It is scarcely possible that Douglas convinced himself by such a glaring non sequitur; but he had no other alternative. It was a desperate expedient to shield himself as well as he might from the damaging recoil of his own temporizing statesmanship. The declaration made thus early is worthy of historical notice as being the substance and groundwork of the speaker's famous "Freeport doctrine," or theory of "unfriendly legislation," to which Lincoln's searching interrogatories drove him in the great Lincoln-Douglas debates of the following year. Repeated and amplified at that time, it became in the eyes of the South the unpardonable political heresy which lost him the Presidential nomination and caused the rupture of the Democratic National Convention at Charleston in the summer of 1860. For the moment, however, the sophism doubtless satisfied his many warm partisans. He did not dwell on the dangerous point, but trusted for oratorical effect rather to his renewed appeals to the popular prejudice against the blacks, so strong in central Illinois, indorsing and emphasizing Chief-Justice Taney's assertion that negroes were not included

in the words of the Declaration of Independence, and arguing that if the principle of equality were admitted and carried out to its logical results, it would necessarily lead not only to the abolition of slavery in the slave States, but to the general amalgamation of the two races.

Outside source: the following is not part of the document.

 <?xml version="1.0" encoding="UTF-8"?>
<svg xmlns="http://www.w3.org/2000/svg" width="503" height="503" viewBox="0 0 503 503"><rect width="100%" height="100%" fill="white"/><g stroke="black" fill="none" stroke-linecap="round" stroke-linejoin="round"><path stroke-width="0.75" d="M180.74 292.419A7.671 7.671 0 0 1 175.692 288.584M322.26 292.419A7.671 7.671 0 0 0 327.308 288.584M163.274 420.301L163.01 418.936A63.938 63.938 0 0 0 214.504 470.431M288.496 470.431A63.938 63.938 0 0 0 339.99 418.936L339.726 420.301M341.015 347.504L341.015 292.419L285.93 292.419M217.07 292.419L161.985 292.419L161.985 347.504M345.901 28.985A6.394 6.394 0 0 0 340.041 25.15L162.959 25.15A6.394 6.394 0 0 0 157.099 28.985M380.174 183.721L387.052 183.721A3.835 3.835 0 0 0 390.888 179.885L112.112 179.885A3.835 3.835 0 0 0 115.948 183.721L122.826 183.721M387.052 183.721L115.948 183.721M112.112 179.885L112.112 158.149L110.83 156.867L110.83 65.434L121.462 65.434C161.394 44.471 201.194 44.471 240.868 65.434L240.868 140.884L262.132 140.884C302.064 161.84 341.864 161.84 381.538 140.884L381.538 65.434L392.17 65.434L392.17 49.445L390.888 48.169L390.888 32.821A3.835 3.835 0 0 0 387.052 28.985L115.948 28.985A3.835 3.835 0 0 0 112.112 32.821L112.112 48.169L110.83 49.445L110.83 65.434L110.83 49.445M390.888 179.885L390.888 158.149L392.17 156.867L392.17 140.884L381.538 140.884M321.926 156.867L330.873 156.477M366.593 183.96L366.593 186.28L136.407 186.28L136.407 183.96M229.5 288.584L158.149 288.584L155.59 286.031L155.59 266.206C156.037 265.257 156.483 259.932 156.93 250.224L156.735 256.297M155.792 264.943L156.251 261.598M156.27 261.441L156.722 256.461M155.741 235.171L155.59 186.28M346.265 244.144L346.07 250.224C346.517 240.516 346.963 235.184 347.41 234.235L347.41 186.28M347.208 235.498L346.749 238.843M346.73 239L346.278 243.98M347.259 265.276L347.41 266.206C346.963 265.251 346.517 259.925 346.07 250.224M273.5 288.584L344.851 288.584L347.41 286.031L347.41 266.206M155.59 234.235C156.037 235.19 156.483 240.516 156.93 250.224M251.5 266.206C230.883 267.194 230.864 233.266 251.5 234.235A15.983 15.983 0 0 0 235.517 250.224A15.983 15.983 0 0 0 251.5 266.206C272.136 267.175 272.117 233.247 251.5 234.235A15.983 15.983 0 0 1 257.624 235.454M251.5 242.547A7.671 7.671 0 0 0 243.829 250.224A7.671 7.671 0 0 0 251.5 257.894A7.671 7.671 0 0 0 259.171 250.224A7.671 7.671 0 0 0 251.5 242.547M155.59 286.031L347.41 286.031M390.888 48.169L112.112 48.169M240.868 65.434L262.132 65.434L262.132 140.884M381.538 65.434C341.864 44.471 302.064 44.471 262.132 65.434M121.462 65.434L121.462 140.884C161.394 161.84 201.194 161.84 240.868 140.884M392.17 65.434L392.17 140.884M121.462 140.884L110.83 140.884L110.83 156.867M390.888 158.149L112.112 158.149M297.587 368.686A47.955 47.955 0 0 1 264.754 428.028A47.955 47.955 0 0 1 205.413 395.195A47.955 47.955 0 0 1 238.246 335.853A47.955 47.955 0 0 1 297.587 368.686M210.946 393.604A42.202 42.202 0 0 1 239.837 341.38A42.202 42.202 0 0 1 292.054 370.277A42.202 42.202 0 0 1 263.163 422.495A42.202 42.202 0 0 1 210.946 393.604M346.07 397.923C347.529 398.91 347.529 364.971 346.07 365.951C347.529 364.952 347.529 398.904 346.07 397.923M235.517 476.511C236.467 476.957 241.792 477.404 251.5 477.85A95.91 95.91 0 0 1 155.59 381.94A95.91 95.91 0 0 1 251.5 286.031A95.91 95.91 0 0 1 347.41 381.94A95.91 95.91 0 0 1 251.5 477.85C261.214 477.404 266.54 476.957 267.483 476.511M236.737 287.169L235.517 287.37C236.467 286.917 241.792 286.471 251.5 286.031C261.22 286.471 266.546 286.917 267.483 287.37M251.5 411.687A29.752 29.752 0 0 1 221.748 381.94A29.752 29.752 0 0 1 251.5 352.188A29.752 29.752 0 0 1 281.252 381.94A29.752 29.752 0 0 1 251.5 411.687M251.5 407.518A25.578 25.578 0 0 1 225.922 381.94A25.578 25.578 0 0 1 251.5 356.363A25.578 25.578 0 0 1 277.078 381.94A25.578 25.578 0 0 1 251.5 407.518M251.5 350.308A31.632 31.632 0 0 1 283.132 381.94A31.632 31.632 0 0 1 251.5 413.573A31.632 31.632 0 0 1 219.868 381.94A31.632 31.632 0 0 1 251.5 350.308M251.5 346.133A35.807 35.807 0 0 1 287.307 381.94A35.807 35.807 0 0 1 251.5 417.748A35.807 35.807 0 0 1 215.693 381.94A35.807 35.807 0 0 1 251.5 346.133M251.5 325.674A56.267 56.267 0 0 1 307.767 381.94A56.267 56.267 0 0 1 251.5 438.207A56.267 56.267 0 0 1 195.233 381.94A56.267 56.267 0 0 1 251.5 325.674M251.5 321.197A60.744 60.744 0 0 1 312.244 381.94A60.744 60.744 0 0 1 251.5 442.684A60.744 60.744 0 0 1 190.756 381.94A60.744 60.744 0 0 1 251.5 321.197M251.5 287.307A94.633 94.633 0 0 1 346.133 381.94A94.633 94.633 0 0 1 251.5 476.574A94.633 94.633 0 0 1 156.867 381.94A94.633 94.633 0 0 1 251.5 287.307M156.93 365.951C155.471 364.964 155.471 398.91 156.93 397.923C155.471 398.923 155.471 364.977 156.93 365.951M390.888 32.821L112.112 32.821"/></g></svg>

The Republican party of Illinois had been greatly encouraged and strengthened by its success in electing the State officers in the previous autumn; and as their recognized leader and champion, Lincoln made a reply to this speech some two weeks later, June 26, 1857, also at Springfield. Though embracing other topics, the question of the hour, the Dred Scott decision, was nevertheless its chief subject. The extracts here presented from it will give the reader some idea of its power of statement and eloquence:

And now [said Mr. Lincoln] as to the Dred Scott decision. That decision declares two propositions-first, that a negro cannot sue in the United States courts; and secondly, that Congress cannot prohibit slavery in the Territories. It was made by a divided court dividing differently on the different points. Judge Douglas does not discuss the merits of the decision, and in that respect I shall follow his example, believing I could no more improve on McLean and Curtis, than he could on Taney. He denounces all who question the correctness of that decision, as offering violent resistance to it. But who resists it? Who has, in spite of the decision, declared Dred Scott free, and resisted the authority of his master over him? Judicial decisions have two uses — first, to absolutely determine the case decided, and, secondly, to indicate to the public how other similar cases will be decided when they arise. For the latter use they are called "precedents" and "authorities." We believe as much as Judge Douglas (perhaps more) in obedience to and respect for the judicial department of government.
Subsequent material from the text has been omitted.